EIA: US crude oil inventories build by 800,000 bbl
US commercial crude oil inventories, excluding the Strategic Petroleum Reserve, increased by 800,000 bbl for the week ended Feb. 28 compared with the previous week, the Energy Information Administration said.
At 444.1 million bbl, oil inventories are about 4% below the 5-year average for this time of year, EIA said in its weekly Petroleum Status Report.
Total motor gasoline inventories decreased by 4.3 million bbl, reaching 2% above the 5-year average for this time of year. Finished gasoline and blending components inventories both decreased. Distillate fuel inventories decreased by 4.0 million bbl to reach about 7% below the 5-year average for this time of year.
Propane-propylene inventories decreased by 3.6 million bbl for the week ended Feb. 28, reaching about 37% above the 5-year average for this time of year.
US refineries operated at 86.9% of capacity, with inputs averaging 15.7 million b/d for the week ended Feb. 28, which was down 312,000 b/d from the previous week’s average. Gasoline production decreased, averaging 9.8 million b/d. Distillate fuel production decreased, averaging 4.6 million b/d.

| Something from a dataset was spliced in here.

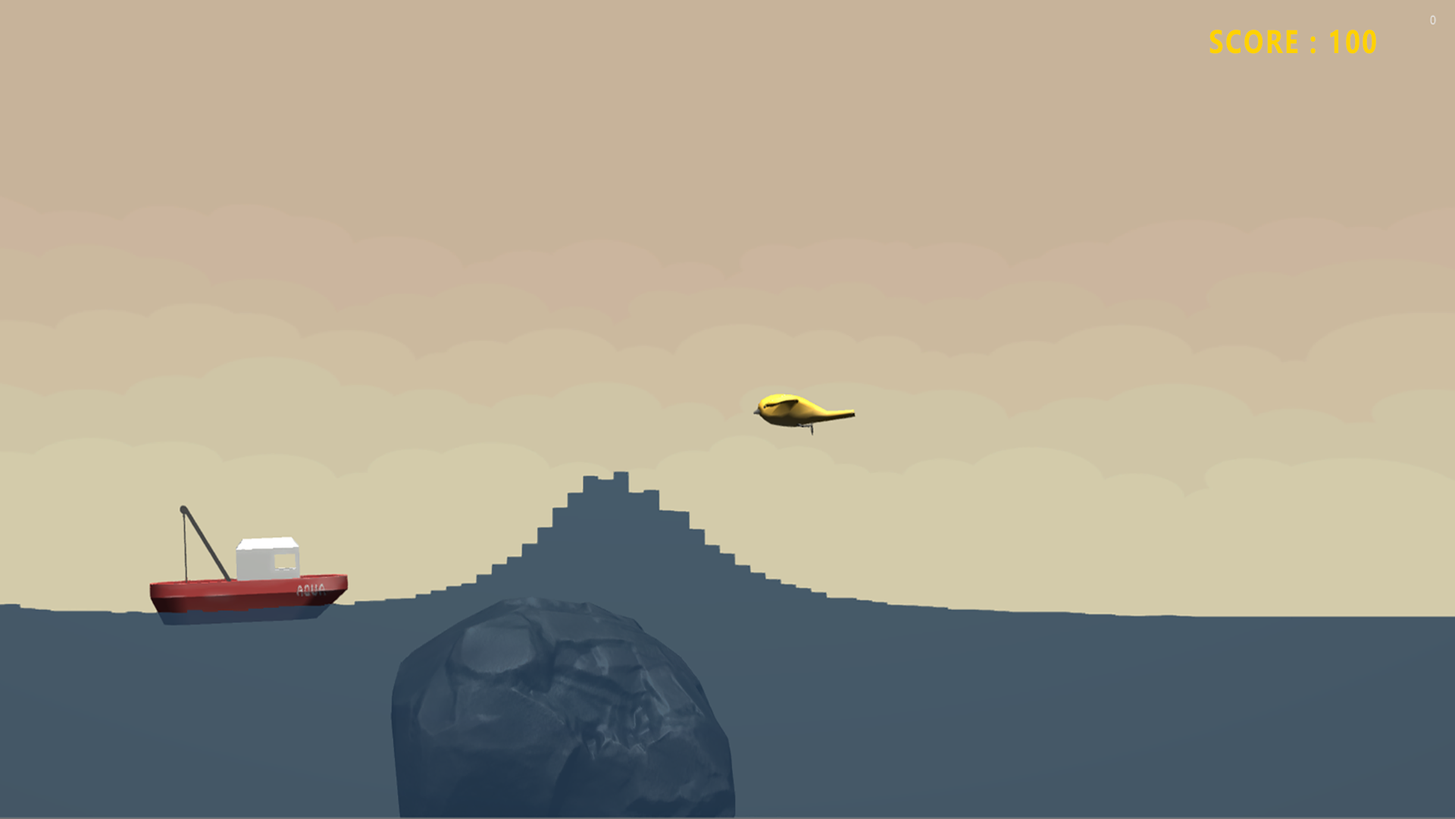
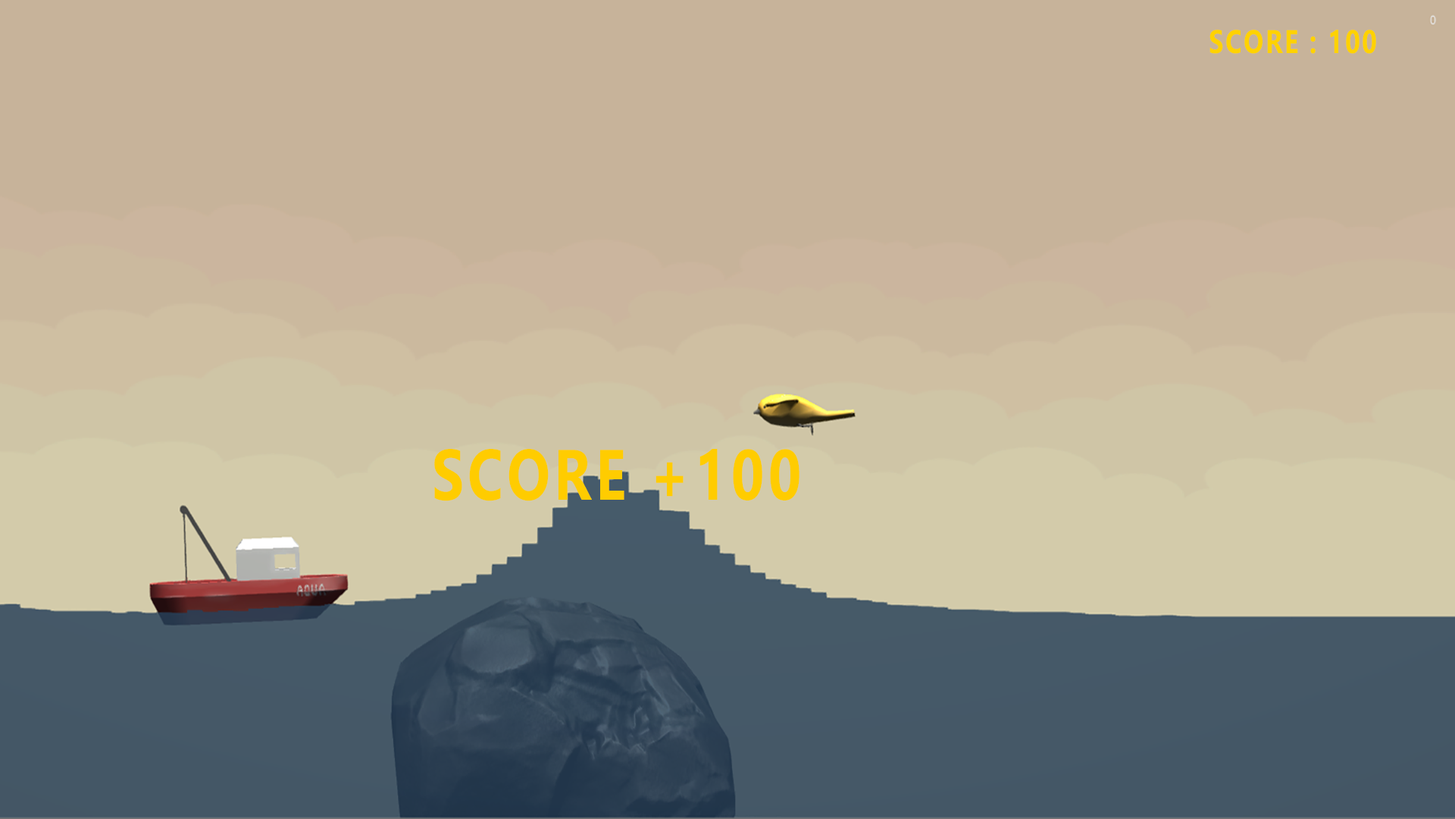
Two versions of the same layered image (1455×819). Layer-by-layer changes:
added layer "SCORE +100" above "Layer 3" over [434, 448, 800, 502]

Crude oil imports rose, averaging 6.2 million b/d for the week. That was up by 21,000 b/d from the previous week. Over the past 4 weeks, oil imports averaged about 6.5 million b/d, which was 2.5% less than the same 4-week period for 2019.
Total motor gasoline imports, including both finished gasoline and gasoline blending components, last week averaged 511,000 b/d and distillate fuel imports averaged 125,000 b/d.